▼▼▼
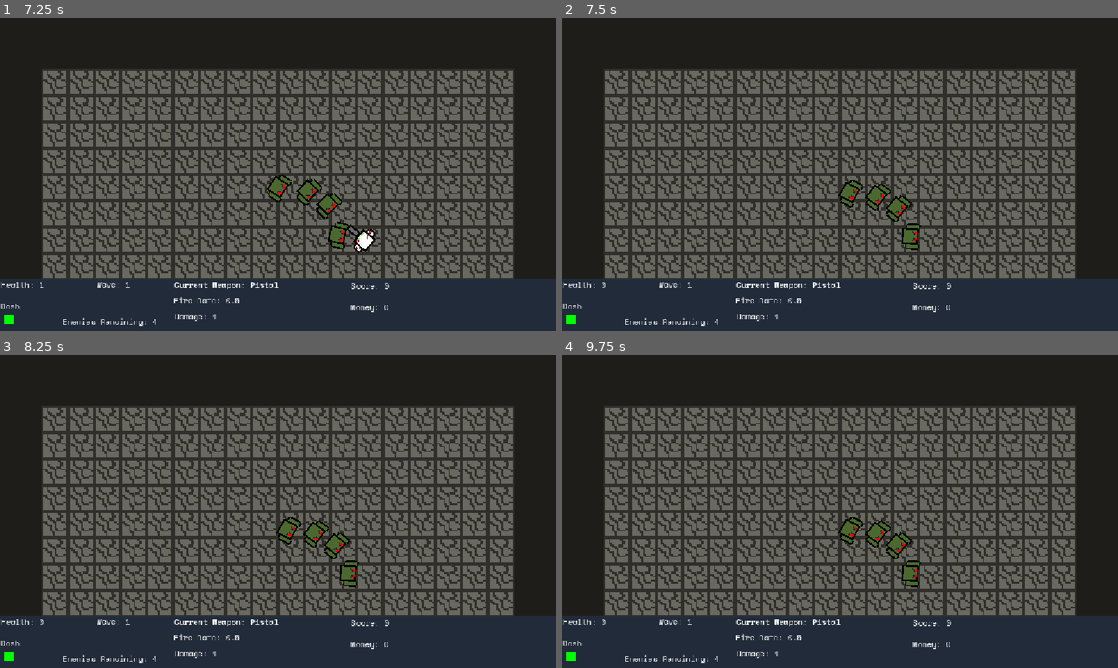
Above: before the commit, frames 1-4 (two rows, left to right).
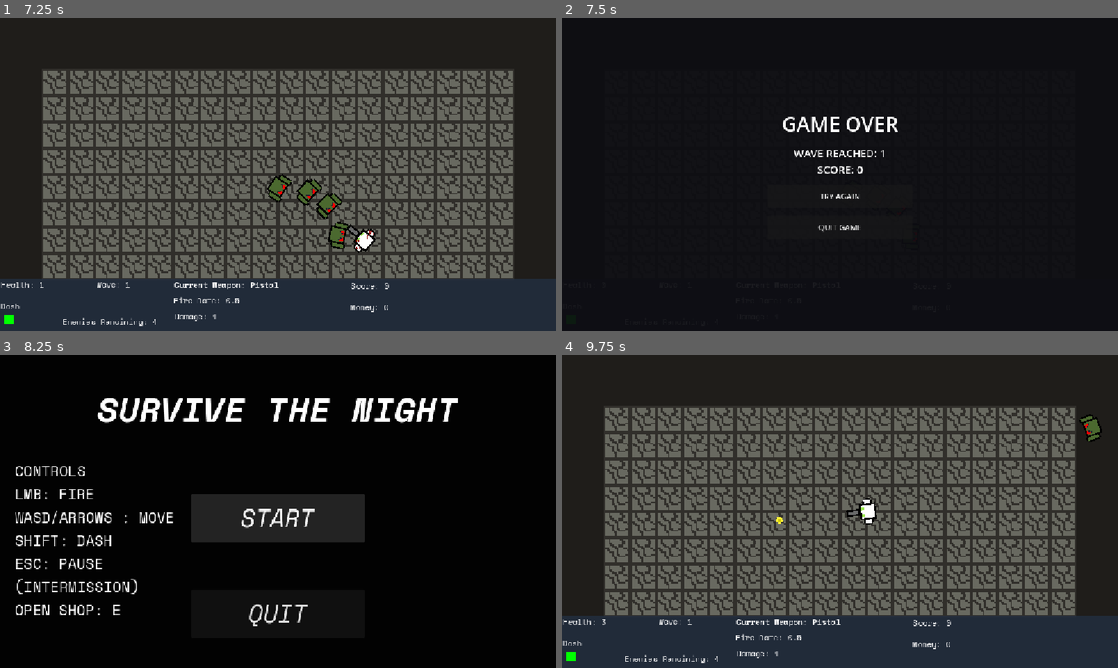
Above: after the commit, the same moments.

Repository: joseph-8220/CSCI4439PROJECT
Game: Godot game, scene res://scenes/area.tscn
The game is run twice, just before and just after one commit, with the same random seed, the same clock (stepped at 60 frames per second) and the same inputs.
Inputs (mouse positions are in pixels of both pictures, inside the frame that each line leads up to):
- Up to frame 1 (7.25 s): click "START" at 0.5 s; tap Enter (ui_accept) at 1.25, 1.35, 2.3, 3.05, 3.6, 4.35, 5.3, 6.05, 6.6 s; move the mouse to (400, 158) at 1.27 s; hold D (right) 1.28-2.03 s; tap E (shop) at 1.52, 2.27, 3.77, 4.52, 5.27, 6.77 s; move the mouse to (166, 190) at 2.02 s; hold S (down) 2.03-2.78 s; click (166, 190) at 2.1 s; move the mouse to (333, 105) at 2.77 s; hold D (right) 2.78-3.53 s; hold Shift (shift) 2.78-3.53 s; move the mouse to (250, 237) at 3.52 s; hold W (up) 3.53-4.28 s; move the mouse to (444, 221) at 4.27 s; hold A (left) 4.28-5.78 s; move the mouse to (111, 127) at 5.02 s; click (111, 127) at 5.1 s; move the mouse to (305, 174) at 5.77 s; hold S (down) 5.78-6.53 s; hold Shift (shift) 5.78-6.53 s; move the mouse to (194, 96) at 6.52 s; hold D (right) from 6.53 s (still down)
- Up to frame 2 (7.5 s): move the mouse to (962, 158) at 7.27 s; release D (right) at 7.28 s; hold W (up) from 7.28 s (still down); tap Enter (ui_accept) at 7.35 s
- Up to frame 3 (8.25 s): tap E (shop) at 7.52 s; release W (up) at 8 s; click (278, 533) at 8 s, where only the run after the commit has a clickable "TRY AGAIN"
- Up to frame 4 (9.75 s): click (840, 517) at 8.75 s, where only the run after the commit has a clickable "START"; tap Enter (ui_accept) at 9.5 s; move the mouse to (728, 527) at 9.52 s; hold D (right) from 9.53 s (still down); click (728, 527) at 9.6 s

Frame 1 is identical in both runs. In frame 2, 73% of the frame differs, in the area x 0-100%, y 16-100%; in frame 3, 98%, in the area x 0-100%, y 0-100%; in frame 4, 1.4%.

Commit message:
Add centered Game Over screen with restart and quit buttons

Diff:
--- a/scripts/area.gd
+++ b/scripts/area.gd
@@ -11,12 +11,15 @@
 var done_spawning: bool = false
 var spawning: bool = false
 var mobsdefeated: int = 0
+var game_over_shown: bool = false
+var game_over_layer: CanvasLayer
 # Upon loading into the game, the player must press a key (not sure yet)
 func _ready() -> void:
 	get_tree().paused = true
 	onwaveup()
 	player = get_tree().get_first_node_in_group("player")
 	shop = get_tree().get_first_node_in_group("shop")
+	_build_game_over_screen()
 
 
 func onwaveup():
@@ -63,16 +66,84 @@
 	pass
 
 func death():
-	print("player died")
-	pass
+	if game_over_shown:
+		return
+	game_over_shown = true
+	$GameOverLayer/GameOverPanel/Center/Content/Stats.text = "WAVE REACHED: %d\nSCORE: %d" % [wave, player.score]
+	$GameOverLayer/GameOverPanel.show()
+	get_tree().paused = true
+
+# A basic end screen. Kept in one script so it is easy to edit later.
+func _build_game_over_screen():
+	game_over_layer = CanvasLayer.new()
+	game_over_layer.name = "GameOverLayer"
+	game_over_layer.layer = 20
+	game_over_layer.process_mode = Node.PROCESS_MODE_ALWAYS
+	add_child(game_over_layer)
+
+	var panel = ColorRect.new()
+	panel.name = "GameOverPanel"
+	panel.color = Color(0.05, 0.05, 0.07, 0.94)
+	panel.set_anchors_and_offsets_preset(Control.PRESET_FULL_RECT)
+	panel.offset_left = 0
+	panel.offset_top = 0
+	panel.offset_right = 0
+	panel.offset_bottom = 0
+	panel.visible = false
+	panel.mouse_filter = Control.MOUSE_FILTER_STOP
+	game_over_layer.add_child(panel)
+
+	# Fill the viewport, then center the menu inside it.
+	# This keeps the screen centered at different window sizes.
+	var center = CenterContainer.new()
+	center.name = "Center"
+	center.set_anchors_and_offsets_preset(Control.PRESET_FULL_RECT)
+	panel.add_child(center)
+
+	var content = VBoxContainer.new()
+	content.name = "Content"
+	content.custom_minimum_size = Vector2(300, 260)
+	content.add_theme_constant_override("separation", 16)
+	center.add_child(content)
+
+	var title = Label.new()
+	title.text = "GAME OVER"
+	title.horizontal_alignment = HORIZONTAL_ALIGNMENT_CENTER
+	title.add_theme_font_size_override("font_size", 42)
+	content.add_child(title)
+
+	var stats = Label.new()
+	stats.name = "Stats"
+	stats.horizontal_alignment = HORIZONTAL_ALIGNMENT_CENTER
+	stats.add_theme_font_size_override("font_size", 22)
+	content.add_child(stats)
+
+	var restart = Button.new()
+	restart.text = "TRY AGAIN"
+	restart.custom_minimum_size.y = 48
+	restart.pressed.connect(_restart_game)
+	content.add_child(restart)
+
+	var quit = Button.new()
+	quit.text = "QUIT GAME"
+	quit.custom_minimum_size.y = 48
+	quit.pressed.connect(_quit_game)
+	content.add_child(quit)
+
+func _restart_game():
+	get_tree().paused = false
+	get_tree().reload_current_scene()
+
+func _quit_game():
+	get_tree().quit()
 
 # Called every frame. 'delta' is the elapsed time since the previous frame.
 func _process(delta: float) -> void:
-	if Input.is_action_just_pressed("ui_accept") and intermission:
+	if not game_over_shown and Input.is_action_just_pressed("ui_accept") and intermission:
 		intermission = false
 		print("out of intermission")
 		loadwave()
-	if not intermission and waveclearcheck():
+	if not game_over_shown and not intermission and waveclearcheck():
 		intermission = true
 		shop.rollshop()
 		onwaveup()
▲▲▲
*EXERCISE:* Everything in the material goes into the copy exactly, except the images.

*RESULT OF THIS EXERCISE:*
Above: before the commit, frames 1-4 (two rows, left to right).
Above: after the commit, the same moments.

Repository: joseph-8220/CSCI4439PROJECT
Game: Godot game, scene res://scenes/area.tscn
The game is run twice, just before and just after one commit, with the same random seed, the same clock (stepped at 60 frames per second) and the same inputs.
Inputs (mouse positions are in pixels of both pictures, inside the frame that each line leads up to):
- Up to frame 1 (7.25 s): click "START" at 0.5 s; tap Enter (ui_accept) at 1.25, 1.35, 2.3, 3.05, 3.6, 4.35, 5.3, 6.05, 6.6 s; move the mouse to (400, 158) at 1.27 s; hold D (right) 1.28-2.03 s; tap E (shop) at 1.52, 2.27, 3.77, 4.52, 5.27, 6.77 s; move the mouse to (166, 190) at 2.02 s; hold S (down) 2.03-2.78 s; click (166, 190) at 2.1 s; move the mouse to (333, 105) at 2.77 s; hold D (right) 2.78-3.53 s; hold Shift (shift) 2.78-3.53 s; move the mouse to (250, 237) at 3.52 s; hold W (up) 3.53-4.28 s; move the mouse to (444, 221) at 4.27 s; hold A (left) 4.28-5.78 s; move the mouse to (111, 127) at 5.02 s; click (111, 127) at 5.1 s; move the mouse to (305, 174) at 5.77 s; hold S (down) 5.78-6.53 s; hold Shift (shift) 5.78-6.53 s; move the mouse to (194, 96) at 6.52 s; hold D (right) from 6.53 s (still down)
- Up to frame 2 (7.5 s): move the mouse to (962, 158) at 7.27 s; release D (right) at 7.28 s; hold W (up) from 7.28 s (still down); tap Enter (ui_accept) at 7.35 s
- Up to frame 3 (8.25 s): tap E (shop) at 7.52 s; release W (up) at 8 s; click (278, 533) at 8 s, where only the run after the commit has a clickable "TRY AGAIN"
- Up to frame 4 (9.75 s): click (840, 517) at 8.75 s, where only the run after the commit has a clickable "START"; tap Enter (ui_accept) at 9.5 s; move the mouse to (728, 527) at 9.52 s; hold D (right) from 9.53 s (still down); click (728, 527) at 9.6 s

Frame 1 is identical in both runs. In frame 2, 73% of the frame differs, in the area x 0-100%, y 16-100%; in frame 3, 98%, in the area x 0-100%, y 0-100%; in frame 4, 1.4%.

Commit message:
Add centered Game Over screen with restart and quit buttons

Diff:
--- a/scripts/area.gd
+++ b/scripts/area.gd
@@ -11,12 +11,15 @@
 var done_spawning: bool = false
 var spawning: bool = false
 var mobsdefeated: int = 0
+var game_over_shown: bool = false
+var game_over_layer: CanvasLayer
 # Upon loading into the game, the player must press a key (not sure yet)
 func _ready() -> void:
 	get_tree().paused = true
 	onwaveup()
 	player = get_tree().get_first_node_in_group("player")
 	shop = get_tree().get_first_node_in_group("shop")
+	_build_game_over_screen()
 
 
 func onwaveup():
@@ -63,16 +66,84 @@
 	pass
 
 func death():
-	print("player died")
-	pass
+	if game_over_shown:
+		return
+	game_over_shown = true
+	$GameOverLayer/GameOverPanel/Center/Content/Stats.text = "WAVE REACHED: %d\nSCORE: %d" % [wave, player.score]
+	$GameOverLayer/GameOverPanel.show()
+	get_tree().paused = true
+
+# A basic end screen. Kept in one script so it is easy to edit later.
+func _build_game_over_screen():
+	game_over_layer = CanvasLayer.new()
+	game_over_layer.name = "GameOverLayer"
+	game_over_layer.layer = 20
+	game_over_layer.process_mode = Node.PROCESS_MODE_ALWAYS
+	add_child(game_over_layer)
+
+	var panel = ColorRect.new()
+	panel.name = "GameOverPanel"
+	panel.color = Color(0.05, 0.05, 0.07, 0.94)
+	panel.set_anchors_and_offsets_preset(Control.PRESET_FULL_RECT)
+	panel.offset_left = 0
+	panel.offset_top = 0
+	panel.offset_right = 0
+	panel.offset_bottom = 0
+	panel.visible = false
+	panel.mouse_filter = Control.MOUSE_FILTER_STOP
+	game_over_layer.add_child(panel)
+
+	# Fill the viewport, then center the menu inside it.
+	# This keeps the screen centered at different window sizes.
+	var center = CenterContainer.new()
+	center.name = "Center"
+	center.set_anchors_and_offsets_preset(Control.PRESET_FULL_RECT)
+	panel.add_child(center)
+
+	var content = VBoxContainer.new()
+	content.name = "Content"
+	content.custom_minimum_size = Vector2(300, 260)
+	content.add_theme_constant_override("separation", 16)
+	center.add_child(content)
+
+	var title = Label.new()
+	title.text = "GAME OVER"
+	title.horizontal_alignment = HORIZONTAL_ALIGNMENT_CENTER
+	title.add_theme_font_size_override("font_size", 42)
+	content.add_child(title)
+
+	var stats = Label.new()
+	stats.name = "Stats"
+	stats.horizontal_alignment = HORIZONTAL_ALIGNMENT_CENTER
+	stats.add_theme_font_size_override("font_size", 22)
+	content.add_child(stats)
+
+	var restart = Button.new()
+	restart.text = "TRY AGAIN"
+	restart.custom_minimum_size.y = 48
+	restart.pressed.connect(_restart_game)
+	content.add_child(restart)
+
+	var quit = Button.new()
+	quit.text = "QUIT GAME"
+	quit.custom_minimum_size.y = 48
+	quit.pressed.connect(_quit_game)
+	content.add_child(quit)
+
+func _restart_game():
+	get_tree().paused = false
+	get_tree().reload_current_scene()
+
+func _quit_game():
+	get_tree().quit()
 
 # Called every frame. 'delta' is the elapsed time since the previous frame.
 func _process(delta: float) -> void:
-	if Input.is_action_just_pressed("ui_accept") and intermission:
+	if not game_over_shown and Input.is_action_just_pressed("ui_accept") and intermission:
 		intermission = false
 		print("out of intermission")
 		loadwave()
-	if not intermission and waveclearcheck():
+	if not game_over_shown and not intermission and waveclearcheck():
 		intermission = true
 		shop.rollshop()
 		onwaveup()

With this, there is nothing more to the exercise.